Assignment 5 Report

View the full project repository here

Summary

This project examines the relationship between sentiment in 10-K filings and stock returns around the publication date. I constructed three sentiment dictionaries focused on employees, innovation, and reputation which I measured alongside an existing dictionary of positive and negative words. Using a sample of S&P 500 firms, I extracted and cleaned text from 10-K reports, computed 10 sentiment scores, and analyzed their correlation with stock returns. The report below describes and analyzes my findings.

Data Section

Data Sample:

The data sample is firms in the S&P500 as of December 28th 2022. The list is acquired from a snapshot of Wikipedia.

Building Return Variables:

I downloaded daily stock returns for 2022 from CRSP using a data file in the class repo.

I read the file using the code below:

crsp_returns = pd.read_stata('inputs/crsp_2022_only.dta')

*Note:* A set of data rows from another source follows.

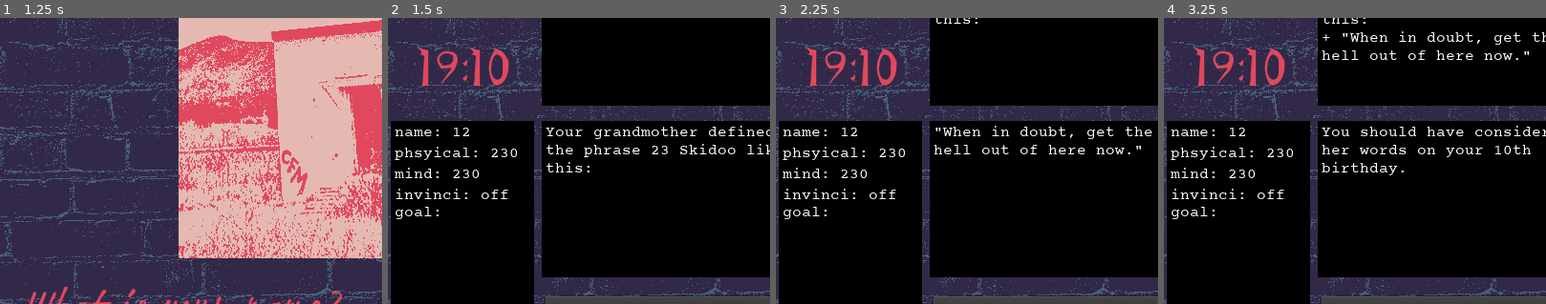
Above: before the commit, frames 1-4 (left to right).
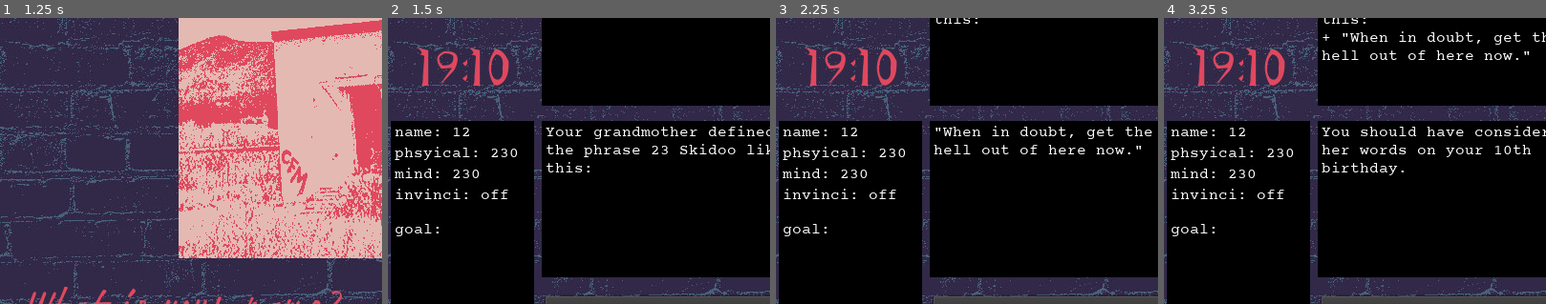
Above: after the commit, the same moments.

Repository: jwhang627/23-Skidoo
Game: Godot game, scene res://scenes/name.tscn
Same seed, same stepped clock (60 frames per second), same inputs: the game is played once before the commit and once after it.
Inputs (mouse positions are % of the whole screen's width and height, from its top left):
- Up to frame 1 (1.25 s): click (74, 77) at 0.52 s; type "12" at 0.6 s
- Up to frame 2 (1.5 s): click "confirm" at 1.25 s
- Up to frame 3 (2.25 s): tap Enter at 2 s; move the mouse to (72, 45) at 2.02 s; press the mouse at (72, 45) at 2.03 s
- Up to frame 4 (3.25 s): tap Enter at 2.3, 2.85 s; tap Space at 2.75 s; move the mouse to (30, 55) at 2.77 s; release the mouse at (30, 55) at 2.78 s; hold Backspace (backspace) from 2.78 s (still down); click (30, 55) at 3.05 s
The pictures show only the part of the screen within x 2-52%, y 25-75%; the shares and areas given below are measured in that part.

Frame 1 is identical in both runs. In frame 2, 0.3% of the frame differs, in the area x 2-14%, y 66-77%; in frame 3, 0.3%; in frame 4, 0.3%.

Commit message:
that's it for now.

Diff:
--- a/scenes/game.tscn
+++ b/scenes/game.tscn
@@ -13,6 +13,8 @@
 [ext_resource path="res://fonts/TerminusTTF-Bold-4.47.0.ttf" type="DynamicFontData" id=11]
 [ext_resource path="res://fonts/TerminusTTF-Italic-4.47.0.ttf" type="DynamicFontData" id=12]
 [ext_resource path="res://fonts/TerminusTTF-Bold Italic-4.47.0.ttf" type="DynamicFontData" id=13]
+[ext_resource path="res://scripts/demon.gd" type="Script" id=14]
+[ext_resource path="res://images/demon_0.png" type="Texture" id=15]
 
 [sub_resource type="DynamicFont" id=1]
 size = 48
@@ -29,6 +31,70 @@
 
 [sub_resource type="DynamicFont" id=5]
 font_data = ExtResource( 10 )
+
+[sub_resource type="Animation" id=7]
+resource_name = "attack_demon"
+length = 0.4
+tracks/0/type = "value"
+tracks/0/path = NodePath("demon/battle_screen/image:modulate")
+tracks/0/interp = 2
+tracks/0/loop_wrap = true
+tracks/0/imported = false
+tracks/0/enabled = true
+tracks/0/keys = {
+"times": PoolRealArray( 0, 0.2, 0.4 ),
+"transitions": PoolRealArray( 1, 1, 1 ),
+"update": 1,
+"values": [ Color( 1, 1, 1, 1 ), Color( 1, 0, 0, 1 ), Color( 1, 1, 1, 1 ) ]
+}
+
+[sub_resource type="Animation" id=8]
+resource_name = "attack_player"
+length = 0.4
+tracks/0/type = "value"
+tracks/0/path = NodePath("demon/battle_screen/background:color")
+tracks/0/interp = 2
+tracks/0/loop_wrap = true
+tracks/0/imported = false
+tracks/0/enabled = true
+tracks/0/keys = {
+"times": PoolRealArray( 0, 0.2, 0.4 ),
+"transitions": PoolRealArray( 1, 1, 1 ),
+"update": 1,
+"values": [ Color( 0.901961, 0.901961, 0.901961, 0.0901961 ), Color( 0.901961, 0, 0, 0.0901961 ), Color( 0.901961, 0.901961, 0.901961, 0.0901961 ) ]
+}
+
+[sub_resource type="Animation" id=6]
+resource_name = "battle_mode"
+length = 0.5
+tracks/0/type = "value"
+tracks/0/path = NodePath("demon/battle_screen:rect_position")
+tracks/0/interp = 2
+tracks/0/loop_wrap = true
+tracks/0/imported = false
+tracks/0/enabled = true
+tracks/0/keys = {
+"times": PoolRealArray( 0, 0.5 ),
+"transitions": PoolRealArray( 0.176777, 0.225312 ),
+"update": 0,
+"values": [ Vector2( 0, -600 ), Vector2( 0, 0 ) ]
+}
+
+[sub_resource type="Animation" id=9]
+resource_name = "invincibility_defense"
+length = 0.4
+tracks/0/type = "value"
+tracks/0/path = NodePath("demon/battle_screen/background:color")
+tracks/0/interp = 2
+tracks/0/loop_wrap = true
+tracks/0/imported = false
+tracks/0/enabled = true
+tracks/0/keys = {
+"times": PoolRealArray( 0, 0.2, 0.4 ),
+"transitions": PoolRealArray( 1, 1, 1 ),
+"update": 1,
+"values": [ Color( 0.901961, 0.901961, 0.901961, 0.0901961 ), Color( 0.901961, 0, 0.901961, 0.0901961 ), Color( 0.901961, 0.901961, 0.901961, 0.0901961 ) ]
+}
 
 [node name="game" type="Node"]
 script = ExtResource( 5 )
@@ -169,7 +235,7 @@
 
 [node name="goal" type="Control" parent="non_interactive/char_info"]
 margin_left = 4.0
-margin_top = 88.0
+margin_top = 106.0
 margin_right = 146.0
 margin_bottom = 324.0
 __meta__ = {
@@ -297,10 +363,80 @@
 custom_fonts/font = ExtResource( 9 )
 disabled = true
 
-[node name="demon_battle" type="Node" parent="."]
+[node name="demon" type="Node" parent="."]
+script = ExtResource( 14 )
+
+[node name="battle_screen" type="Control" parent="demon"]
+margin_top = -600.0
+margin_right = 800.0
+__meta__ = {
+"_edit_use_anchors_": false
+}
+
+[node name="background" type="ColorRect" parent="demon/battle_screen"]
+margin_right = 800.0
+margin_bottom = 600.0
+color = Color( 0.901961, 0.901961, 0.901961, 0.0901961 )
+__meta__ = {
+"_edit_use_anchors_": false
+}
+
+[node name="image" type="TextureRect" parent="demon/battle_screen"]
+margin_left = 200.0
+margin_top = 20.0
+margin_right = 600.0
+margin_bottom = 420.0
+texture = ExtResource( 15 )
+expand = true
+__meta__ = {
+"_edit_use_anchors_": false
+}
+
+[node name="buttons" type="Control" parent="demon/battle_screen"]
+margin_left = 200.0
+margin_top = 440.0
+margin_right = 600.0
+margin_bottom = 600.0
+
+[node name="order" type="VBoxContainer" parent="demon/battle_screen/buttons"]
+margin_right = 400.0
+margin_bottom = 160.0
+
+[node name="attack" type="Button" parent="demon/battle_screen/buttons/order"]
+margin_right = 400.0
+margin_bottom = 23.0
+custom_fonts/font = ExtResource( 9 )
+disabled = true
+text = "Attack with a hammer."
+
+[node name="defend" type="Button" parent="demon/battle_screen/buttons/order"]
+margin_top = 27.0
+margin_right = 400.0
+margin_bottom = 50.0
+custom_fonts/font = ExtResource( 9 )
+disabled = true
+text = "Defend with an amulet."
+
+[node name="invincible" type="Button" parent="demon/battle_screen/buttons/order"]
+margin_top = 54.0
+margin_right = 400.0
+margin_bottom = 77.0
+custom_fonts/font = ExtResource( 9 )
+disabled = true
+text = "Give yourself invincibility."
 
 [node name="music" type="AudioStreamPlayer" parent="."]
+
+[node name="animation" type="AnimationPlayer" parent="."]
+anims/attack_demon = SubResource( 7 )
+anims/attack_player = SubResource( 8 )
+anims/battle_mode = SubResource( 6 )
+anims/invincibility_defense = SubResource( 9 )
 [connection signal="pressed" from="interactive/buttons/order/option1" to="." method="_on_option1_pressed"]
 [connection signal="pressed" from="interactive/buttons/order/option2" to="." method="_on_option2_pressed"]
 [connection signal="pressed" from="interactive/buttons/order/option3" to="." method="_on_option3_pressed"]
 [connection signal="pressed" from="interactive/buttons/order/option4" to="." method="_on_option4_pressed"]
+[connection signal="pressed" from="demon/battle_screen/buttons/order/attack" to="demon" method="_on_attack_pressed"]
+[connection signal="pressed" from="demon/battle_screen/buttons/order/defend" to="demon" method="_on_defend_pressed"]
+[connection signal="pressed" from="demon/battle_screen/buttons/order/invincible" to="demon" method="_on_invincible_pressed"]
+[connection signal="animation_finished" from="animation" to="demon" method="_on_animation_finished"]
--- /dev/null
+++ b/scripts/demon.gd
@@ -0,0 +1,108 @@
+extends Node
+
+export var demon_health = 230
+export var demon_image = 0
+export var attack_pt = 23
+
+onready var button_list = $battle_screen/buttons/order
+
+var player_t = true
+var defend_on = false
+var image_link = ""
+
+func _ready():
+	randomize()
+	#get_parent().toggle_buttons(true)
+	pass # Replace with function body.
+
+func spawn(health, image, attack):
+	demon_health += health
+	demon_image = image
+	attack_pt += attack
+
+	image_link = "res://images/demon_" + str(demon_image) + ".png"
+	$battle_screen/image.texture = load(image_link)
+	player_turn()
+	pass
+
+func demon_turn():
+	button_list.get_node("attack").disabled = true
+	button_list.get_node("defend").disabled = true
+	button_list.get_node("invincible").disabled = true
+	attack_opponent()
+	pass
+
+func player_turn():
+	button_list.get_node("attack").disabled = false
+	button_list.get_node("defend").disabled = false
+	button_list.get_node("invincible").disabled = false
+	pass
+
+func get_attacked(pt):
+	get_parent().get_node("animation").play("attack_demon")
+	demon_health -= pt
+	pass
+
+func attack_opponent():
+	get_parent().minutes += 1
+	var attk = floor(rand_range(attack_pt - 5, attack_pt + 5))
+	if get_parent().invinci == "off":
+		if defend_on:
+			get_parent().physical -= int((attk - attk*((get_parent().mental*0.8)/Global.default_mind)))
+		else:
+			get_parent().physical -= attk
+		get_parent().get_node("animation").play("attack_player")
+	else:
+		get_parent().physical -= 0
+		get_parent().get_node("animation").play("invincibility_defense")
+	pass
+
+func reset():
+	player_t = true
+	defend_on = false
+	image_link = ""
+	demon_health = 230
+	demon_image = 0
+	attack_pt = 23
+	pass
+
+# Buttons #
+func _on_attack_pressed():
+	get_attacked(floor(rand_range(50,73)))
+	get_parent().minutes += 1
+
+	pass # Replace with function body.
+
+func _on_defend_pressed():
+	defend_on = true
+	get_parent().minutes += 1
+	if get_parent().minutes >= Global.finished_time:
+		get_parent().battle_stage(false,true)
+	else:
+		demon_turn()
+	pass # Replace with function body.
+
+func _on_invincible_pressed():
+	get_parent().minutes += 1
+	if get_parent().invinci == "on":
+		get_parent().invinci = "off"
+	else:
+		get_parent().invinci = "on"
+	pass # Replace with function body.
+
+func _on_animation_finished(anim_name):
+	if anim_name == "attack_demon":
+		if demon_health <= 0:
+			button_list.get_node("attack").disabled = true
+			button_list.get_node("defend").disabled = true
+			button_list.get_node("invincible").disabled = true
+			get_parent().battle_stage(false,true)
+		elif get_parent().minutes >= Global.finished_time:
+			get_parent().battle_stage(false,true)
+		else:
+			demon_turn()
+	elif anim_name == "attack_player":
+		if get_parent().physical <= 0:
+			get_parent().battle_stage(false,false)
+		player_turn()
+	pass # Replace with function body.
--- a/scripts/game.gd
+++ b/scripts/game.gd
@@ -22,6 +22,11 @@
 	RIGHT
 }
 
+enum BATTLE_TURN{
+	YOU,
+	DEMON
+}
+
 export var minute = 1
 export var mental_drop = 5
 export var demon_spawn = 50
@@ -32,6 +37,8 @@
 var invinci = "on"
 var minutes = 0
 var used_invinci = false
+var demon_strength_attack = 0
+var demon_strength_health = 0
 
 """
 theoretically
@@ -100,18 +107,20 @@
 				process_state(state)
 				game_mode = MODE.GAME
 				add_goal("GET OUT OF HERE.")
-				#$interactive/buttons/order/option4.text = "Toggle invincibility"
 				button_list.get_node("option4").text = "Toggle invincibility"
-				#set_state(game_map["init_center"])
-				#print("start the game")
 	pass
 
 func _process(delta):
 	if delta:
 		if mental < 0:
 			mental = 0
-		if demon_spawn < 23:
+		if demon_spawn >= 23:
 			demon_spawn = 23
+		if demon_strength_attack >= 23:
+			demon_strength_attack = 23
+		if demon_strength_health >= 23:
+			demon_strength_health = 23
+
 		cur_time.text = time_format(minutes)
 		char_info.get_node("physical_health").text = "phsyical: " + str(physical)
 		char_info.get_node("mind_health").text = "mind: " + str(mental)
@@ -178,9 +187,14 @@
 	set_location(dis_state["location"])
 	#des_text.clear()
 
+	if minutes >= Global.finished_time:
+		print("ENDING - ASSIMILATION")
+
 	if location == LOCATION.CENTER:
-		var demon_chance = floor(rand_range(0,demon_spawn))
-		print(demon_chance)
+		var demon_chance = 23
+		if minutes > Global.default_minutes:
+			demon_chance = floor(rand_range(0,demon_spawn))
+		print(demon_chance) # debugging purpose
 		if order.size() == 1:
 			des_text.text += "By the way, did you know that you can come back to the same wall, and it again?"
 			add_goal("Do the remaining two.")
@@ -189,9 +203,14 @@
 			add_goal("Do the rest.")
 
 		if demon_chance == 0:
-			#game_mode = MODE.BATTLE
-			des_text.text += "The demon appears in the middle of the Place."
+			# This will be turn-based battle
+
+			game_mode = MODE.BATTLE
+			#des_text.text = "The demon appears in the middle of the Place."
 			print("spwan demon")
+			des_text.text += "Oh no! A wild demon appears!"
+			battle_stage(true,true)
+
 		else:
 			if order.size() >= 3:
 				if order.size() == 4:
@@ -207,16 +226,25 @@
 					add_goal("Figure out the correct sequence.")
 					order.clear()
 				else:
-					print("ENDING!")
-
-	if dis_state["type"] == "result":
-		order.append(dis_state["result"])
-	toggle_buttons(false)
-	des_text.text = dis_state["line"]
-	button_list.get_node("option1").text = dis_state["option1"]["text"]
-	button_list.get_node("option2").text = dis_state["option2"]["text"]
-	button_list.get_node("option3").text = dis_state["option3"]["text"]
-	#add_history(des_text.text)
+					if used_invinci:
+						print("ENDING - ABOVE HUMAN")
+					else:
+						print("ENDING - FULL EXIT")
+
+			if dis_state["type"] == "result":
+				order.append(dis_state["result"])
+			toggle_buttons(false)
+			des_text.text += dis_state["line"]
+			button_list.get_node("option1").text = dis_state["option1"]["text"]
+			button_list.get_node("option2").text = dis_state["option2"]["text"]
+			button_list.get_node("option3").text = dis_state["option3"]["text"]
+			#add_history(des_text.text)
+	else:
+		toggle_buttons(false)
+		des_text.text += dis_state["line"]
+		button_list.get_node("option1").text = dis_state["option1"]["text"]
+		button_list.get_node("option2").text = dis_state["option2"]["text"]
+		button_list.get_node("option3").text = dis_state["option3"]["text"]
 	pass
 
 func set_state(new_state):
@@ -241,23 +269,67 @@
 
 	pass
 
+func battle_stage(swi,player_status):
+	if swi:
+		if player_status:
+			add_history(des_text.text)
+			var demon_hth = floor(rand_range(0,demon_strength_health))
+			var demon_img = floor(rand_range(0,6))
+			var demon_attk = floor(rand_range(0,demon_strength_attack))
+			$demon.spawn(demon_hth,demon_img,demon_attk)
+			$animation.play("battle_mode")
+			toggle_buttons(true)
+	else:
+		des_text.text = "You finished the fight."
+		add_history(des_text.text)
+		$animation.play_backwards("battle_mode")
+
+		if minutes >= Global.finished_time:
+			print("ENDING - 2300")
+		else:
+			if player_status == false:
+				print("DEAD MEAT.")
+			else:
+				des_text.text += "You win the battle between demon!"
+				$demon.reset()
+				game_mode = MODE.GAME
+				process_state(state)
+	pass
+
+# warning-ignore:unused_argument
+func choosing_ending(choice):
+	"""
+	1. ASSIMILATION
+	2. ABOVE HUMAN
+	3. 2300
+	4. DEAD MEAT
+	5. FULL EXIT
+	"""
+	pass
+
 # Buttons #
 ## OPTION 1
 func _on_option1_pressed():
-	process_state(dialogue[state["option1"]["value"]])
-	minutes += minute
-	if invinci == "on":
-		demon_spawn -= 1
-		mental -= mental_drop
+	if game_mode == MODE.GAME:
+		process_state(dialogue[state["option1"]["value"]])
+		minutes += minute
+		if invinci == "on":
+			demon_spawn -= 1
+			mental -= mental_drop
+			demon_strength_attack += 1
+			demon_strength_health += 1
 
 	pass # Replace with function body.
 ## OPTION 2
 func _on_option2_pressed():
-	process_state(dialogue[state["option2"]["value"]])
-	minutes += minute
-	if invinci == "on":
-		demon_spawn -= 1
-		mental -= mental_drop
+	if game_mode == MODE.GAME:
+		process_state(dialogue[state["option2"]["value"]])
+		minutes += minute
+		if invinci == "on":
+			demon_spawn -= 1
+			mental -= mental_drop
+			demon_strength_attack += 1
+			demon_strength_health += 1
 
 	pass # Replace with function body.
 ## OPTION 3
@@ -267,6 +339,8 @@
 	if invinci == "on":
 		demon_spawn -= 1
 		mental -= mental_drop
+		demon_strength_attack += 1
+		demon_strength_health += 1
 
 	pass # Replace with function body.
 ## OPTION 4 (INVINCIBLE)
--- a/scripts/lines/dialogues.gd
+++ b/scripts/lines/dialogues.gd
@@ -373,3 +373,9 @@
 		}
 	}
 }
+
+var assimilation = []
+var aboveHuman = []
+var twentyThreeHundred = []
+var deadMeat = []
+var fullExit = []
Not shown: 1 places in scenes/game.tscn that only renumber resources

This gave me the ticker number, date, and returns for each firm, which I merged with my existing csv using the code below:

sp500 = (
    sp500.merge(crsp_returns, 
            how='left', 
            left_on=[ 'Symbol', 'filing_date'], 
            right_on=[ 'ticker','date'],
            validate="m:1")
    .rename(columns={'ret':'returns'})
)

These steps left me with the returns for each firm on the date that the 10k was published.

Sentiment Variables

Building the Variables

The BHR positive and negative dictionaries simply had to be loaded and converted to lower case in order to create the variables. For example:

with open('inputs/ML_negative_unigram.txt', 'r') as file:
    BHR_negative = [line.strip().lower() for line in file]

BHR_negative.sort()

Creating the LM positive and negative variables required counting how many times each word in the single set of LM words fell in the positive and negative columns. For example:

file_path = "inputs/LM_MasterDictionary_1993-2021.csv"  # Update with actual path
df = pd.read_csv(file_path)
LM_positive = df[df['Positive'] > 0]['Word'].tolist()
LM_positive = [e.lower() for e in LM_positive] # to be consistent with our BHR input
df.describe() # there are negative numbers in the columns: years the word is removed!
len(LM_positive)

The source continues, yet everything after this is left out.